By the late 20th century, interest in the therapeutic aspects of wine began to grow as more and more medical studies showed the medicinal virtues of consuming wine in moderation. For example, in 1988, Prof. Charles Henneckens from Harvard Medical School showed moderate alcohol consumption reduced coronary heart disease and stroke in women, and in 1991, Dr. Eric Rimm, also from Harvard Medical School, showed an inverse relationship between alcohol consumption and coronary heart disease. The world’s leading epidemiologist at the time, Sir Richard Doll of Oxford University, said, “When we allow for age, smoking and other known risk factors, the moderate drinkers have the lowest total death rates and the lowest rates for vascular death.”
But it was Prof. Serge Renaud’s landmark “French Paradox” article, which appeared in the Lancet in 1992, that cemented wine’s pre-eminence as the healthiest of the alcoholic beverages when it showed that, despite eating a diet rich in fat, the French people had a lot less coronary heart disease than Americans because they drank wine. Prof. Renaud concluded that “Red wine is the most effective drug yet discovered, for the prevention of heart disease.” This was followed by Dr. Morten Gronbaek’s “Copenhagen Study” published in the British Medical Journal in 1995, which was the first scientific study to divide alcoholic beverages into beer, wine and spirits and then compare their death rates.
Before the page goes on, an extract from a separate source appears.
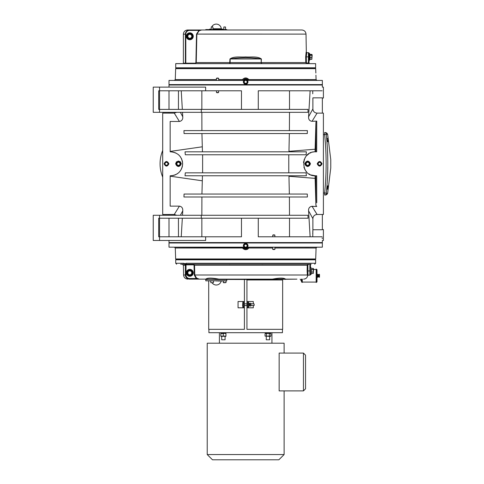<?xml version="1.0" encoding="UTF-8"?>
<svg xmlns="http://www.w3.org/2000/svg" width="484" height="484" viewBox="0 0 484 484"><rect width="100%" height="100%" fill="white"/><g stroke="black" fill="none" stroke-linecap="round" stroke-linejoin="round"><path stroke-width="0.73" d="M249.333 303.293L248.322 303.293L248.322 306.021L249.333 306.021L249.333 303.293M249.333 304.66L248.322 304.66M249.46 303.293L249.46 306.021M250.766 303.293L249.75 303.293L249.75 306.021L250.766 306.021L250.766 303.293M250.766 304.66L249.75 304.66M250.887 303.293L250.887 306.021M328.134 141.503L328.134 138.563L328.134 141.503L327.214 141.715M223.826 29.56L223.826 26.989L225.508 26.989L225.508 29.56M225.508 26.989L223.826 26.989M211.339 282.704L211.702 282.704M313.281 269.509L313.281 268.426L313.596 268.965L313.281 273.454L313.281 269.509L311.496 269.509L311.496 268.42L313.281 268.426M313.281 272.02L311.496 272.02L311.496 273.454L313.281 273.454M311.327 273.787L311.327 274.089M311.496 272.02L311.496 269.509M188.669 34.025L191.186 34.182L192.311 36.439L190.92 38.538L188.403 38.387L187.278 36.131L188.669 34.025L191.186 34.182L192.311 36.439L190.92 38.538L188.403 38.387L187.278 36.131L188.669 34.025A2.523 2.523 0 0 1 191.9 37.673A2.523 2.523 0 0 1 187.278 36.131A2.523 2.523 0 0 1 188.669 34.025M188.706 37.927A1.972 1.972 0 0 0 191.767 36.403A1.972 1.972 0 0 0 188.917 34.515A1.972 1.972 0 0 0 188.706 37.927M192.596 38.139A3.364 3.364 0 0 0 190 32.93A3.364 3.364 0 0 0 186.788 37.782A3.364 3.364 0 0 0 192.596 38.139M186.328 272.831A3.467 3.467 0 0 1 189.795 269.364A3.467 3.467 0 0 1 193.261 272.831A3.467 3.467 0 0 1 189.795 276.297A3.467 3.467 0 0 1 186.328 272.831M318.835 274.827L318.26 274.827L319.373 274.827L319.379 275.959M319.476 276.715L318.26 276.824L319.476 277.193L319.476 274.355L319.476 274.827L318.835 274.724M318.817 274.616L318.345 274.724M319.476 274.64L319.24 274.247L318.26 274.724M319.373 275.541L319.373 274.827M318.95 276.612L319.373 276.715M319.531 275.614L319.531 275.928M319.482 275.481L319.482 276.062M319.476 276.297L319.476 277.193M318.95 274.622L318.321 274.724M318.321 276.824L318.95 276.927M318.95 274.93L318.321 274.93M317.129 274.301L316.996 275.039L316.996 274.301L317.631 274.301L317.631 277.241L316.996 277.241M317.764 277.241L317.764 274.301M316.996 276.509L317.129 277.241M317.129 275.771L317.631 275.771M319.162 274.827L319.162 276.715M317.946 276.993L318.321 276.993M317.837 277.114L317.837 274.428M301.453 279.135L301.453 280.563M302.294 279.135L302.294 282.39L301.453 281.863M316.476 282.39L316.996 281.863L316.996 269.679L316.155 269.152L316.155 282.39L316.476 282.39L316.476 269.152M209.584 29.56L209.596 29.143L211.224 29.143M212.906 29.143L222.936 29.143L222.949 29.56M221.708 29.143L221.291 28.756L212.906 28.756M226.772 279.552L205.761 279.552L205.761 280.817L226.772 280.817L226.772 279.552M205.761 280.817L216.475 280.817M216.687 281.022L217.733 280.817M217.945 281.022L226.772 280.817M327.359 141.77L327.069 138.351M327.069 189.25L327.365 185.88M326.373 134.842A1.682 1.676 80.3 0 0 326.301 134.479L326.307 134.062A1.682 1.676 -80.4 0 0 324.637 132.531L324.637 134.631C326.627 154.075 326.627 173.52 324.637 192.971L324.637 195.07A1.682 1.676 -99.6 0 0 324.915 195.046L324.915 195.046A1.682 1.676 -99.6 0 0 326.307 193.539L326.307 193.122C328.297 173.574 328.297 154.027 326.307 134.479L323.403 134.631M323.403 192.971L326.307 193.122A1.682 1.676 99.7 0 0 326.373 192.759M326.307 134.062L327.662 134.395C327.13 133.088 326.216 132.477 324.915 132.555L324.637 132.531M324.637 195.07L324.915 195.046C326.246 195.1 327.16 194.489 327.662 193.207L326.307 193.539M326.924 141.921L327.093 144.262M327.523 151.353L327.71 155.975M327.813 167.476L327.662 173.078M327.553 175.631L327.269 180.671M327.662 193.207L330.76 168.002L330.76 159.599L327.662 134.395M322.356 113.111L323.403 113.111L323.403 214.491L322.356 214.491M315.701 68.637L315.266 68.214L176.091 68.214L175.656 68.637L315.701 68.637L315.852 73.036M245.678 79.558A2.311 2.311 0 0 1 247.989 81.869A2.311 2.311 0 0 1 245.678 84.18A2.311 2.311 0 0 1 243.367 81.869A2.311 2.311 0 0 1 245.678 79.558M245.678 79.455C248.752 81.064 248.752 82.673 245.678 84.289C242.605 82.673 242.605 81.064 245.678 79.455L245.672 79.455M245.678 84.289L246.822 83.986M315.925 75.159L316.082 79.588L248.891 79.588C246.749 77.373 244.601 77.373 242.46 79.588L242.889 80.398L169.001 80.429L242.901 80.429C244.753 78.22 246.604 78.22 248.455 80.429L322.356 80.429L322.356 84.603L169.001 84.603L169.418 85.021M247.838 79.612L247.342 79.225M308.913 80.398L304.708 80.398M248.891 79.588L248.455 80.429M248.461 80.398C246.604 78.19 244.747 78.19 242.889 80.398C244.952 78.208 246.81 78.208 248.461 80.398L322.356 80.429M309.052 60.337L309.052 53.403M184.967 63.592A0.417 0.417 0 0 0 185.384 63.174L184.967 63.592L176.037 63.592L185.366 63.64L175.722 63.64L175.722 67.796L315.635 67.796L315.211 68.214M186.328 36.282A3.467 3.467 0 0 1 191.531 33.281A3.467 3.467 0 0 1 191.531 39.283A3.467 3.467 0 0 1 186.328 36.282M195.3 63.579L196.25 62.563L195.137 63.592L195.137 63.174L185.802 63.174L185.82 63.598L185.088 63.64M185.366 63.64L315.635 63.64L315.635 67.796M182.97 63.592L183.388 63.174L185.802 63.174L185.802 34.182A3.781 3.781 0 0 1 189.583 30.401L198.972 30.401L201.683 29.984L198.972 30.401L199.16 30.746L196.861 34.11L196.25 62.563L230.142 62.563L230.16 58.951C238.763 57.402 252.588 57.402 261.191 58.951L261.215 62.563L261.384 58.951C257.101 55.987 250.887 57.372 245.678 56.93C240.469 57.372 234.25 55.987 229.967 58.951L229.67 63.592A1.053 0.466 90 0 0 230.142 62.563L261.215 62.563A1.053 0.466 -90 0 0 261.681 63.592L261.408 62.563L305.773 62.563L306.82 63.592L306.396 62.551L306.293 56.87L306.777 52.671A0.629 0.629 -90 0 1 306.148 52.048L305.67 56.882L305.773 62.563L306.396 62.551M199.16 30.746L201.677 29.984L226.772 29.984L226.772 29.56L205.761 29.56L205.761 29.984M185.057 63.628A0.417 0.417 180 0 0 185.384 63.222L185.384 34.182L185.802 34.182M185.892 63.174L185.82 63.598M189.583 30.401L189.583 29.984L201.683 29.984L187.592 29.984C185.039 30.232 183.636 31.629 183.388 34.182L185.384 34.182A4.199 4.199 0 0 1 189.583 29.984L186.582 31.248M230.922 63.592L260.428 63.592M315.635 63.64L185.892 63.592M198.972 30.401L196.522 34.104L306.015 34.11C305.731 31.593 304.333 30.22 301.816 29.984L201.683 29.984M306.015 34.11L306.33 52.048L306.777 52.671L308.423 52.671A0.629 0.629 0 0 1 309.052 53.3A0.629 0.629 0 0 0 308.423 52.671A0.629 0.629 0 0 1 309.052 53.3L309.052 62.962A0.629 0.629 0 0 0 309.681 63.592M309.052 56.87L308.423 56.87L308.423 52.671L306.777 52.671M185.995 32.005L185.384 34.182M175.656 258.964L176.091 259.388L315.266 259.388L315.701 258.964L175.656 258.964L175.275 248.014L242.46 248.014C244.601 250.228 246.749 250.228 248.891 248.014L248.461 247.203L322.356 247.173L248.455 247.173C246.604 249.381 244.753 249.381 242.901 247.173L169.001 247.173L169.001 242.998L322.356 242.998L321.933 242.581M315.852 254.566L315.925 252.46M245.678 248.147C242.605 246.537 242.605 244.928 245.678 243.313C248.752 244.928 248.752 246.537 245.678 248.147L246.822 247.85M245.678 243.422A2.311 2.311 0 0 1 247.989 245.733A2.311 2.311 0 0 1 245.678 248.044A2.311 2.311 0 0 1 243.367 245.733A2.311 2.311 0 0 1 245.678 243.422M247.735 249.109L247.276 249.351M246.973 249.472L245.243 249.671M169.418 242.581L169.001 242.998M169.001 247.173L243.047 247.427M245.697 248.855L246.211 248.812M246.798 248.649L247.348 248.371M247.85 247.977L248.359 247.348M182.438 247.203L186.642 247.203M304.708 247.203L308.913 247.203M315.689 247.203L319.894 247.203M242.46 248.014L242.889 247.203C244.747 249.411 246.604 249.411 248.461 247.203L248.455 247.173M242.889 247.203L242.889 247.203C244.426 249.393 246.283 249.393 248.461 247.203M273.817 247.203L274.924 247.203L274.936 249.302L272.692 249.302A2.62 2.62 0 0 0 274.936 249.302M317.087 214.472C314.576 214.708 313.178 216.082 312.888 218.593L312.888 229.755L322.356 229.755L322.356 214.472L317.087 214.472L312.041 206.293L312.628 206.317M312.821 206.323L313.408 206.347M314.969 206.414L315.852 206.45M316.748 199.226L316.748 200.521M316.748 202.687L316.681 175.777L315.423 175.777C299.977 176.521 299.977 151.081 315.423 151.825L316.681 151.825L316.754 121.139M314.775 151.843L315.423 151.825L315.036 151.825L315.913 122.24L316.754 121.115L312.628 121.284M312.821 121.278L313.215 121.26M314.775 121.2L315.852 121.151M317.087 113.129L322.356 113.129L322.356 97.847L312.888 97.847L312.888 109.009C313.172 111.514 314.57 112.893 317.087 113.129L312.041 121.309C309.615 121.018 308.459 119.512 308.58 116.795L310.117 90.798M312.107 206.408L316.754 206.487L315.913 205.361L315.036 175.777L315.423 175.777L311.103 174.966M314.4 210.237L316.996 214.327M322.041 163.798C320.426 166.853 318.817 166.853 317.208 163.798C318.817 160.748 320.426 160.748 322.041 163.798M310.486 163.798C308.592 167.373 306.705 167.373 304.811 163.798C306.705 160.228 308.592 160.228 310.486 163.798M315.913 122.24L315.852 151.825M315.852 175.777L315.913 205.361M178.148 119.33L177.864 118.858M176.249 116.239L175.547 115.119M174.337 113.244L179.407 121.466L170.156 121.466L170.156 151.825L170.677 151.825C177.955 152.533 181.942 156.526 182.656 163.798C181.942 171.076 177.955 175.069 170.677 175.777L170.156 175.777L170.156 206.136L179.407 206.136L174.264 214.472L169.001 214.472L169.001 215.271M169.001 214.491L162.697 214.491L162.697 113.111L169.001 113.111M164.064 163.798C165.673 160.748 167.282 160.748 168.892 163.798C167.282 166.853 165.673 166.853 164.064 163.798M175.613 163.798L176.382 161.916L178.439 161.039L180.417 161.807L181.288 163.798C179.395 167.373 177.507 167.373 175.613 163.798M169.001 112.33L169.001 113.129L174.264 113.129L176.727 112.33M178.439 109.39L178.463 90.798M179.407 121.466C181.827 120.97 182.952 119.409 182.77 116.795L180.381 112.33M178.729 109.39L178.463 108.93M182.77 116.795L182.504 112.33M182.335 109.39L181.24 90.798M178.463 218.671L178.729 218.211M180.381 215.271L182.77 210.806C182.91 208.108 181.79 206.553 179.407 206.136M178.463 236.803L178.439 218.211M176.727 215.271L174.264 214.472M169.001 218.211L169.001 236.803M312.041 206.293C309.572 206.668 308.417 208.168 308.58 210.806L312.888 218.671M312.755 236.803L312.888 229.749M308.58 210.806L310.117 236.803M312.743 93.799L312.743 91.361M312.888 108.93L308.58 116.795M303.946 167.228L304.279 168.184M304.642 169.013L305.344 170.265M305.452 170.428L306.65 171.947M309.016 173.919L310.014 174.482M313.317 152.012L312.628 152.157M311.121 152.623L310.05 153.095M309.028 153.676L306.729 155.57M305.44 157.191L304.823 158.226M304.357 159.224L303.958 160.331M303.68 161.438L303.51 162.606M289.347 194.054L288.96 176.279L315.096 178.372M315.096 149.229L288.96 151.323L289.347 133.548M288.93 151.825L288.96 151.323M306.112 154.765L306.372 151.825L185.039 151.825L185.299 154.765L306.112 154.765M288.773 172.836L288.773 154.765M306.372 175.777L306.112 172.836L185.299 172.836L185.039 175.777L306.372 175.777M288.96 176.279L288.93 175.777M289.511 215.271L289.39 196.994M308.06 218.211L307.981 215.271L201.296 215.271L201.296 218.211L308.06 218.211M307.401 196.994L307.286 194.054L184.059 194.054L183.95 196.994L307.401 196.994M307.981 112.33L308.06 109.39L201.296 109.39L201.296 112.33L307.981 112.33M289.39 130.607L289.511 112.33M307.286 133.548L307.401 130.607L183.95 130.607L184.059 133.548L307.286 133.548M201.296 215.271L153.24 215.271L153.24 240.481L159.545 240.481L159.545 218.211L201.296 218.211M159.545 87.12L159.545 90.798L158.704 90.798L158.704 109.39L159.545 109.39L159.545 90.798L205.646 90.798L205.646 87.12L153.24 87.12L153.24 112.33L201.296 112.33M312.846 230.596L312.785 232.024M312.761 232.967L312.743 233.796M202.457 175.777L201.931 194.054M322.181 236.803C322.392 241.613 322.392 241.613 322.181 236.803L258.281 236.803L258.281 218.211M159.545 215.271L159.545 218.211L158.704 218.211L158.704 236.803L241.474 236.803L241.474 218.211M201.901 196.994L201.846 215.271M201.846 112.33L201.901 130.607M201.296 109.39L159.545 109.39L159.545 112.33M258.281 109.39L258.281 90.798L322.181 90.798C322.392 85.989 322.392 85.989 322.181 90.798M201.931 133.548L202.457 151.825M202.614 154.765L202.614 172.836M162.697 177.138A35.187 35.187 0 0 1 162.697 150.463M322.356 229.555L323.403 229.555L323.403 240.481L322.356 240.481L322.356 242.581L169.001 242.581L169.001 240.481M322.356 98.046L323.403 98.046L323.403 87.12L322.356 87.12L322.356 85.021L169.001 85.021L169.001 87.12M322.211 237.826L322.247 238.679M159.545 240.481L205.646 240.481L205.646 236.803M180.435 164.016A1.996 1.996 0 0 1 180.423 164.112L179.171 165.661L177.198 165.353L176.478 163.489L177.731 161.94L179.703 162.249A1.996 1.996 0 0 1 180.441 163.616M310.165 163.798A2.517 2.517 0 0 1 307.649 166.321A2.517 2.517 0 0 1 305.132 163.798A2.517 2.517 0 0 1 307.649 161.281A2.517 2.517 0 0 1 310.165 163.798M182.77 210.806L182.504 215.271M182.335 218.211L181.24 236.803M169.001 90.798L169.001 109.39M202.143 146.821L170.156 151.419M170.156 176.182L202.143 180.78M170.677 151.825L172.812 152.018M173.478 152.157L175.91 153.029M178.548 154.771L179.274 155.461M180.096 156.405L180.786 157.385M181.355 158.377L181.839 159.46M182.184 160.482L182.456 161.638M182.504 161.904L182.583 165.092M182.432 166.103L182.063 167.506M181.79 168.257L181.306 169.321M180.72 170.326L180.26 170.985M179.836 171.517L178.886 172.522M177.949 173.314L177.029 173.95M176.019 174.518L174.93 174.996M174.367 175.19L172.788 175.589M170.991 175.771L170.677 175.777M205.646 90.798L241.474 90.798L241.474 109.39M180.671 264.216L184.755 264.216A0.944 0.835 -90 0 1 183.92 263.272L175.722 263.272L175.722 259.805L315.635 259.805L315.635 263.272L185.947 263.272A0.944 0.805 90 0 0 186.751 264.216L311.115 264.216A0.629 0.629 0 0 0 310.486 264.851L310.486 270.937L307.122 270.931L307.352 275.003L307.534 275.662L308.157 275.142A0.629 0.629 -90 0 0 307.534 275.662M306.481 264.216L293.824 264.216M289.626 264.216L264.633 264.216M260.428 264.216L253.513 264.216M251.456 264.216L230.922 264.216M226.718 264.216L201.725 264.216M197.526 264.216L193.533 264.216L197.526 264.216M185.947 263.272L185.197 263.877A0.944 0.551 24.5 0 0 186.013 264.458L186.751 264.216M184.809 264.222A0.629 0.629 0 0 0 184.755 264.216L185.251 264.464A0.944 0.684 -37.6 0 1 185.184 263.889L183.92 263.272M184.755 264.216L185.366 265.25L185.366 274.918L185.384 264.851A0.629 0.629 0 0 0 185.233 264.439A0.629 0.629 0 0 1 185.251 264.464L186.013 264.458L186.013 264.851L193.533 264.851L193.533 264.216L194.562 265.25L307.225 265.25L307.122 270.931M263.09 264.216L262.056 264.258M230.317 264.216L229.434 264.258M201.659 264.216L200.158 264.216L201.659 264.216M184.9 264.252L184.247 264.216M306.553 264.216L307.104 264.216L306.553 264.216M308.272 264.216L307.225 265.25L308.272 264.851L308.272 264.216M291.193 264.216L289.692 264.216M315.211 259.388L315.635 259.805M206.075 279.552L206.105 279.45A0.315 0.315 90 0 0 205.791 279.135C207.436 277.774 211.811 277.774 218.913 279.135L272.444 279.135L218.913 279.135L218.828 279.45L264.899 279.552L296.934 279.135M208.913 329.344L208.913 332.702L282.438 332.702L282.438 329.344M309.857 264.216L309.857 275.142A0.629 0.629 0 0 0 310.486 274.513A0.629 0.629 0 0 1 309.857 275.142L308.157 275.142L307.975 274.482A0.629 0.532 -9.5 0 0 307.352 275.003L194.768 275.003L194.562 265.25L194.042 265.262L194.253 275.015L194.768 275.003L196.528 278.04L196.189 278.506L199.299 279.135L196.528 278.04M185.251 264.464A0.629 0.629 0 0 1 185.384 264.851L185.384 274.93A4.199 4.199 0 0 0 189.583 279.135L205.791 279.135L206.075 279.45M185.366 274.918L185.384 274.93A4.199 4.199 0 0 0 189.583 279.135C187.066 278.899 185.656 277.526 185.366 275.003L183.575 275.003C183.859 277.52 185.257 278.893 187.78 279.135M186.727 278.016L186.352 277.616M185.741 276.63L185.384 275.003M185.384 264.851L185.384 274.93L186.013 274.93L186.013 264.851L185.384 264.851M307.975 274.482L307.848 265.262M310.486 270.937L310.486 274.513A0.629 0.629 0 0 1 309.857 275.142L308.157 275.142M226.772 279.135L226.452 279.552M206.105 279.45C207.533 277.985 211.774 277.985 218.828 279.45M295.252 279.135L285.56 279.135A0.315 0.315 -90 0 0 285.245 279.45L285.276 279.45M264.585 279.135L264.899 279.45L272.522 279.45L272.444 279.135C279.534 277.774 283.908 277.774 285.56 279.135M205.791 279.135L189.583 279.135L189.583 278.506A3.57 3.57 0 0 1 186.013 274.93M272.522 279.45C279.564 277.985 283.805 277.985 285.245 279.45M309.609 164.173A1.996 1.996 0 0 1 309.482 164.596A1.996 1.996 0 0 0 309.621 163.489A1.996 1.996 0 0 1 309.645 163.773M309.143 162.479A1.996 1.996 0 0 1 309.518 163.102L309.191 165.068A1.996 1.996 0 0 0 309.288 164.941A1.996 1.996 0 0 1 309.191 165.068L307.322 165.77L305.779 164.499L306.112 162.533L307.981 161.831L309.518 163.102L309.191 165.068A1.996 1.996 0 0 1 305.912 164.784M309.107 165.165A1.996 1.996 0 0 1 307.322 165.77L305.779 164.499L306.112 162.533L307.981 161.831L309.518 163.102L309.107 165.165L307.322 165.77L306.07 165.026L305.719 163.302L306.856 161.971L307.981 161.831L309.518 163.102M178.451 161.281A2.517 2.517 0 0 1 180.635 165.062A2.517 2.517 0 0 1 176.273 165.062A2.517 2.517 0 0 1 178.451 161.281M166.865 165.546L165.159 165.008L164.772 163.265L166.091 162.055L167.791 162.594L168.178 164.336L166.865 165.546A1.785 1.785 0 0 1 164.772 163.265A1.785 1.785 0 0 1 168.263 163.798A1.785 1.785 0 0 1 166.865 165.546L165.159 165.008L164.772 163.265L166.091 162.055L167.791 162.594L168.178 164.336L166.865 165.546M166.792 165.226A1.458 1.458 0 0 0 167.549 162.812A1.458 1.458 0 0 0 165.086 163.362A1.458 1.458 0 0 0 166.792 165.226M319.864 165.57L318.212 164.893L317.97 163.126L319.386 162.031L321.037 162.709L321.273 164.475L319.864 165.57A1.785 1.785 0 0 1 317.97 163.126A1.785 1.785 0 0 1 321.412 163.798A1.785 1.785 0 0 1 319.864 165.57L318.212 164.893L317.97 163.126L319.386 162.031L321.037 162.709L321.273 164.475L319.864 165.57M319.821 165.244A1.458 1.458 0 0 0 320.777 162.908A1.458 1.458 0 0 0 318.272 163.247A1.458 1.458 0 0 0 319.821 165.244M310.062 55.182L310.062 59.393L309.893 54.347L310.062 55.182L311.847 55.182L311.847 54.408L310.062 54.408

It showed that spirits drinkers increased their death rate by up to 34%, beer drinkers showed very little change but wine drinkers reduced their death from all causes by a rate of 50%. The recent Zutphen Study from the Netherlands also favored wine drinkers when it showed they lived on average of five years longer than teetotalers.
Now, at the beginning of the 21st century, it seems that wine as medicine has come full circle as current generations come to better understand and appreciate the medical benefits of wine—man’s oldest known medicine.